-- Required action --
Among the lines below, restate word for word only those from the line with "The edit adds tile D in row 4" through the line with "The edit adds tile D in row 10 at x 3.", with both end lines kept.

-- Data to use --
____

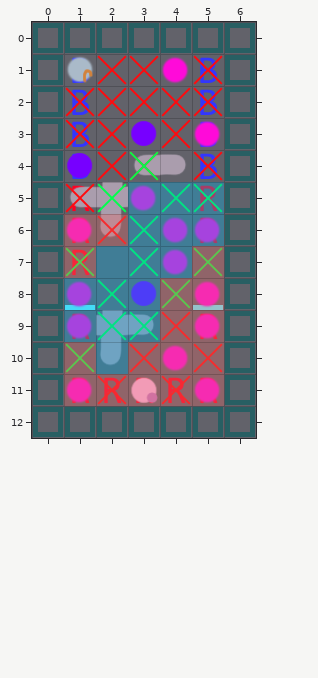
Tiled map -- plans/level-design/level_ideas/2-7.tmx. The picture above is the old version.
Cells are 32x32 px. Shown: x 0..6, y 0..12.
The same view after the edit:
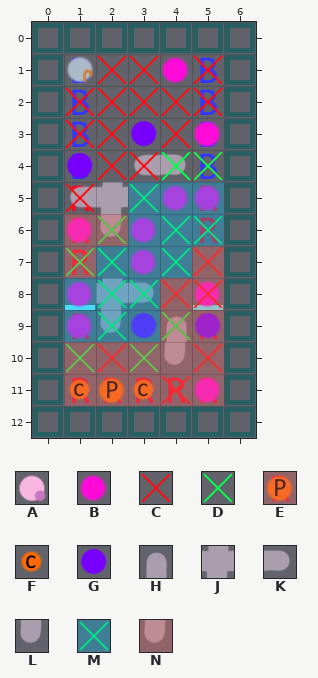
Key: from "rough sprites for level design": A 5, B 6, C 8, D 9, E 10, F 11, G 20, H 21, J 29, K 30, L 31, M 32, N 33.
_ is an empty cell.
See-through tiles are keyed as they look on the map.
Change:
Layer "Unmoveable/people":
Tile C gives way to tile E in row 11 at x 2.
Tile A gives way to tile F in row 11 at x 3.
Tile B gives way to tile F in row 11 at x 1.
Tile B gives way to tile G in row 9 at x 5.
The edit adds tile H in row 9 at x 4.
Tile B gives way to tile L in row 10 at x 4.
Layer "Unmoveable/distancing":
The edit adds tile C in row 8 at x 5; in row 10 at x 2 to 3.
Layer "Moveable/people":
The edit adds tile B in row 5 at x 4 to 5; in rows 6 to 7 at x 3.
Tile K gives way to tile G in row 9 at x 3.
The edit adds tile J in row 8 at x 2.
Tile G gives way to tile K in row 8 at x 3.
Tile J gives way to tile L in row 9 at x 2.
The edit erases tile B in row 5 at x 3; in row 6 at x 4 to 5; in row 7 at x 4.
The edit erases tile L in row 10 at x 2.
Layer "Moveable/distancing":
The edit adds tile D in row 4 at x 4 to 5; in row 5 at x 3; in row 6 at x 2 and 4 to 5; in row 7 at x 2 and 4; in row 8 at x 3; in row 9 at x 4.
The edit adds tile D in row 10 at x 3.
The edit erases tile D in row 4 at x 3; in row 5 at x 2 and 4 to 5; in row 6 at x 3; in row 7 at x 3 and 5; in row 8 at x 4; in row 9 at x 3.
Layer "areas":
Tile M gives way to tile N in row 10 at x 2.

____

-- Exercise solution --
The edit adds tile D in row 4 at x 4 to 5; in row 5 at x 3; in row 6 at x 2 and 4 to 5; in row 7 at x 2 and 4; in row 8 at x 3; in row 9 at x 4.
The edit adds tile D in row 10 at x 3.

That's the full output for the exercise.